Marketing is no longer purely transactional. Historically, the major measure to assess whether a company’s marketing was effective, or not, was Return On Investment (ROI). A company would undertake, for example, a direct mail campaign and the metrics they would look at were the number of responses and deals done.
Today, the most precious resource that a business needs to be successful is ‘customer attention’. In a Web enabled world customers are empowered with a plethora of information and choices when they are looking to buy. Consequently, the traditional approach to marketing, that is; ‘shouting’ at customers, is being screened out and ignored by customers. It is now less effective than it has ever been.
In order to earn people’s attention, a business has to provide a person with ‘value’. In so doing, they will engage that prospect and have their attention. It is this ‘engagement’ that is what really matters today in marketing. It is the companies with your attention that ‘win’. Sure, every business wants a ‘Return On Investment’. However, in today’s marketing, this comes from concentrating on ‘engaging’ with the audience which is relevant for your offering. I call this ‘Return On Engagement’ and find it a better metric in a web enabled world.
One of the key ways of providing ‘value’ for customers and prospects, is by creating content that they will find useful, interesting or fun. In an ideal world, it will also be content they will want to share with others.
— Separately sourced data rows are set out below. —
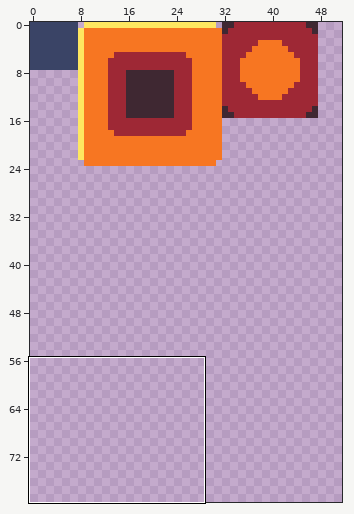
Two versions of one sprite sheet, res/gfx/tileset.png. Above, an overview of the earlier version with the close-up marked.
Close-up. Before:
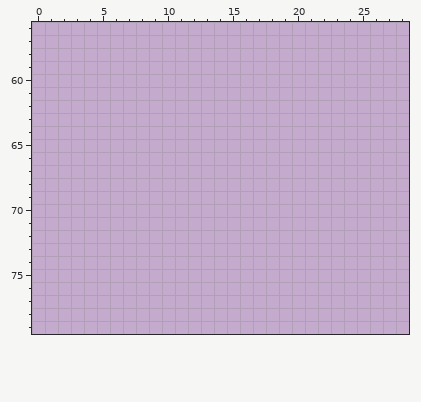
The file is 256x256 pixels. Shown: x 0..28, y 56..79. The wide view leaves out empty margins.
Palette (. is transparent): 
The same view after the edit:
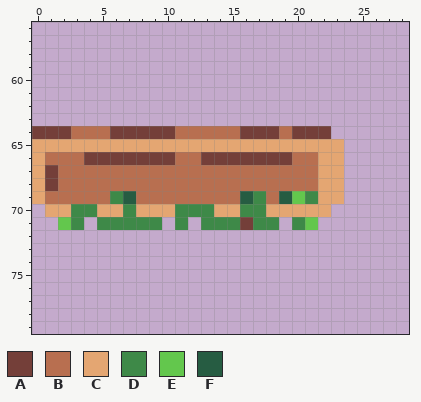
Colours new in this view: A #743f39  B #b86f50  C #e4a672  D #3e8948  E #63c74d  F #265c42
From old to new:
Changed rows in their new state; - is an unchanged pixel.
first column x 0:
64 AAABBBAAAAABBBBBAAABAAA-
65 CCCCCCCCCCCCCCCCCCCCCCCC
66 CBBBAAAAAAABBAAAAAAABBCC
67 CABBBBBBBBBBBBBBBBBBBBCC
68 CABBBBBBBBBBBBBBBBBBBBCC
69 CBBBBBDFBBBBBBBBFDBFEDCC
70 -CCDDCCDCCCDDDCCDDCCCCC-
71 --ED-DDDDD-D-DDDADD-DE--
Pixel boxes of the changes (left, top, right, bottom) in both close-ups:
added: (32, 126, 344, 230)

Creating ‘sticky content’, that is, content that draws people in and that they share with others, is not easy. However, one technique for doing this is what Dan Zarella calls ‘combined relevance’. The idea is that by merging two interests together, the content becomes a lot more relevant and interesting for the target audience.
So, for example, let’s say I am an IT company and a key customer base for me is Accountants. One of the most popular TV shows right now is The X Factor. By definition, some Accountants must be watching The X Factor.
So, what if I combined those two ideas and created an article, or, better still, a video called, ‘The X Factor For Accountants’. The video may be a parody of the programme and how Accountants can get the ‘X Factor’ by using IT executed in the right way. This would resonate with all those Accountants who watch the X Factor (and probably some who do not). Similarly, anyone who knew an Accountant who watched the X Factor would probably send the content to them.
Using social media, and your own customer relationship management programme, it is possible to obtain a really good understanding of what interests your prospects and customers alike. So, whether it is horse riding for lawyers, recipes for working mums or the biggest Star Wars fan in the recruitment industry, combining ideas can really help you create some very special content.
Combining your prospects and customers interests with what you do, allows you to piggy back off seemingly unrelated topics and make your content interesting. In so doing, it is more likely to resonate and be something that people will share.